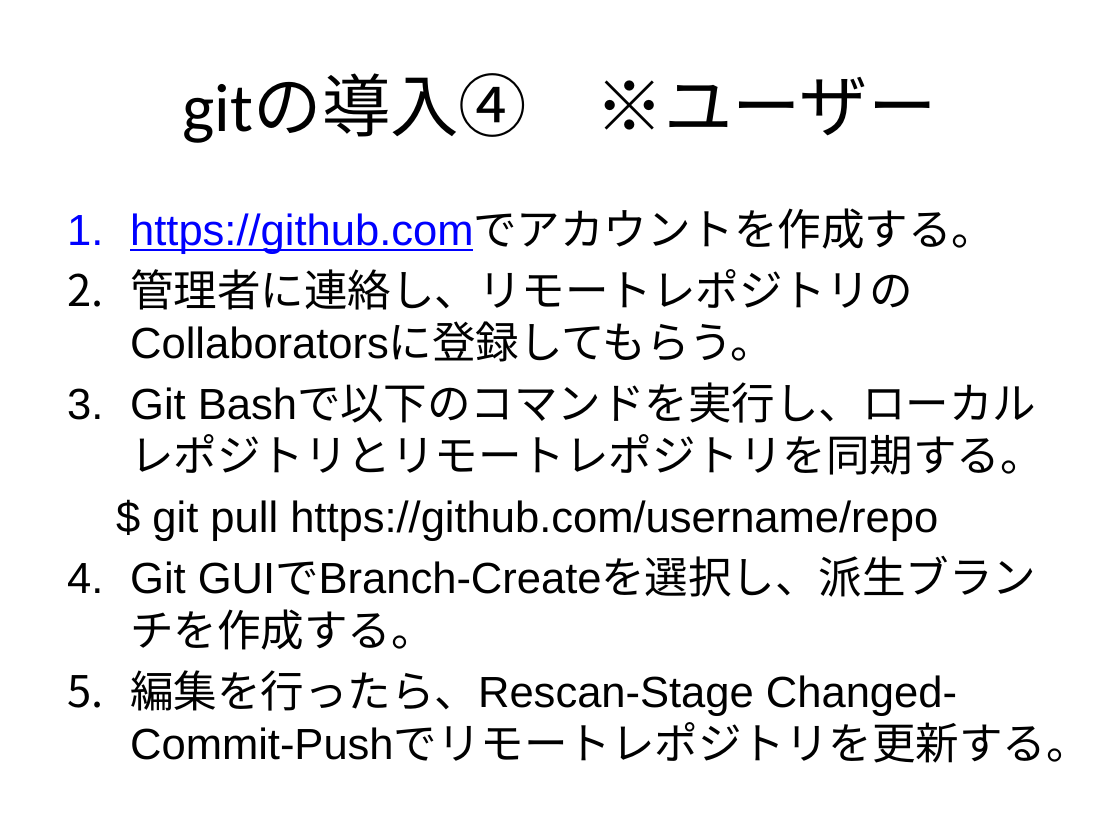
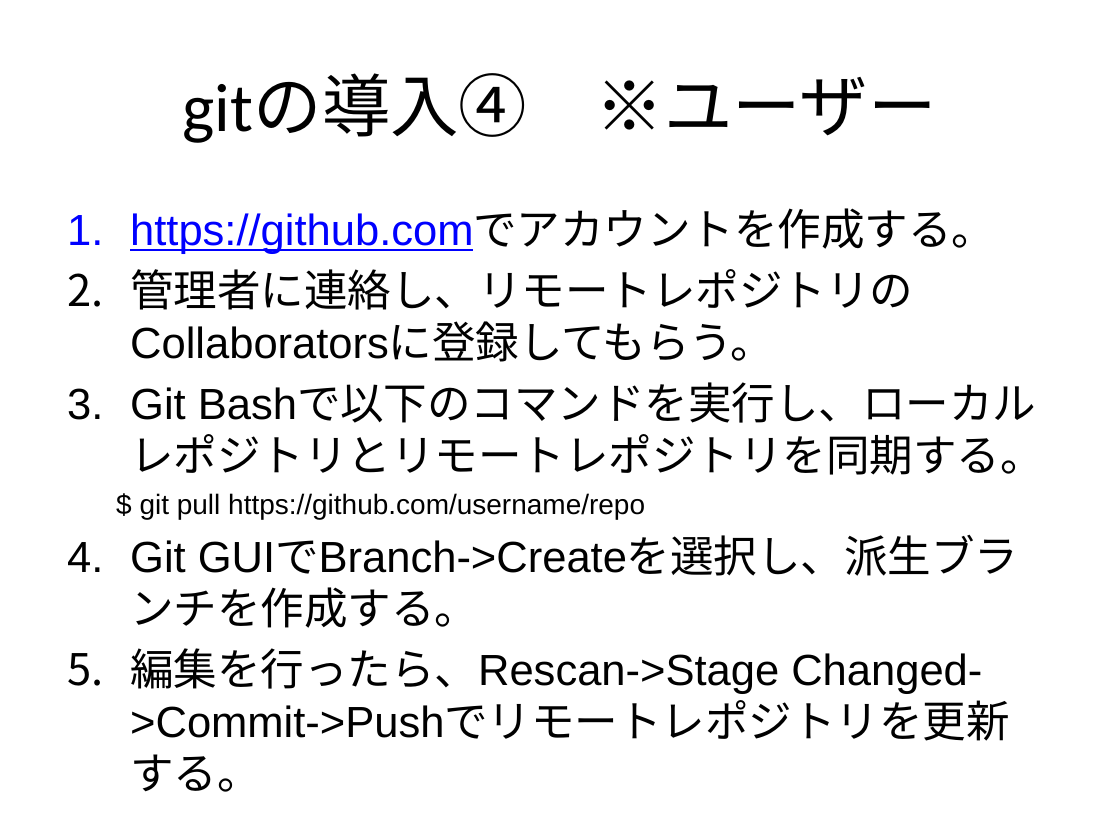
Before and after one commit to RyutaroMayumi/git_research, a slide deck: slide 9 of KK01_git.pptx (slide 10 before the commit). Drawn at 1120x840 pixels with LibreOffice and Linux fonts; fonts in the diff are those of the drawing. Boxes give left, top, right and bottom in pixels: in the first picture for what was removed or moved away, otherwise in the second. Text is boxed around its words. In the diff, an @@ line names an element or a change of style, - is before the commit and + after.

```diff
--- a/KK01_git.pptx
+++ b/KK01_git.pptx
@@ text at (140, 493, 645, 519): size 28 to 18 pt in "$ git pull https://github.com/username/repo"; less space between paragraphs @@
@@ text at (130, 537, 1019, 792): text changed @@
-4. Git GUIでBranch-Createを選択し、派生ブランチを作成する。
-5. 編集を行ったら、Rescan-Stage Changed-Commit-Pushでリモートレポジトリを更新する。
+4. Git GUIでBranch->Createを選択し、派生ブランチを作成する。
+5. 編集を行ったら、Rescan->Stage Changed->Commit->Pushでリモートレポジトリを更新する。
```
Also in this commit, not shown: 4 other slides changed, 1 slide removed.
________________
» **Activity**
For every record above, repeat the text exactly and omit any picture.

» **Response**
Before and after one commit to RyutaroMayumi/git_research, a slide deck: slide 9 of KK01_git.pptx (slide 10 before the commit). Drawn at 1120x840 pixels with LibreOffice and Linux fonts; fonts in the diff are those of the drawing. Boxes give left, top, right and bottom in pixels: in the first picture for what was removed or moved away, otherwise in the second. Text is boxed around its words. In the diff, an @@ line names an element or a change of style, - is before the commit and + after.

```diff
--- a/KK01_git.pptx
+++ b/KK01_git.pptx
@@ text at (140, 493, 645, 519): size 28 to 18 pt in "$ git pull https://github.com/username/repo"; less space between paragraphs @@
@@ text at (130, 537, 1019, 792): text changed @@
-4. Git GUIでBranch-Createを選択し、派生ブランチを作成する。
-5. 編集を行ったら、Rescan-Stage Changed-Commit-Pushでリモートレポジトリを更新する。
+4. Git GUIでBranch->Createを選択し、派生ブランチを作成する。
+5. 編集を行ったら、Rescan->Stage Changed->Commit->Pushでリモートレポジトリを更新する。
```
Also in this commit, not shown: 4 other slides changed, 1 slide removed.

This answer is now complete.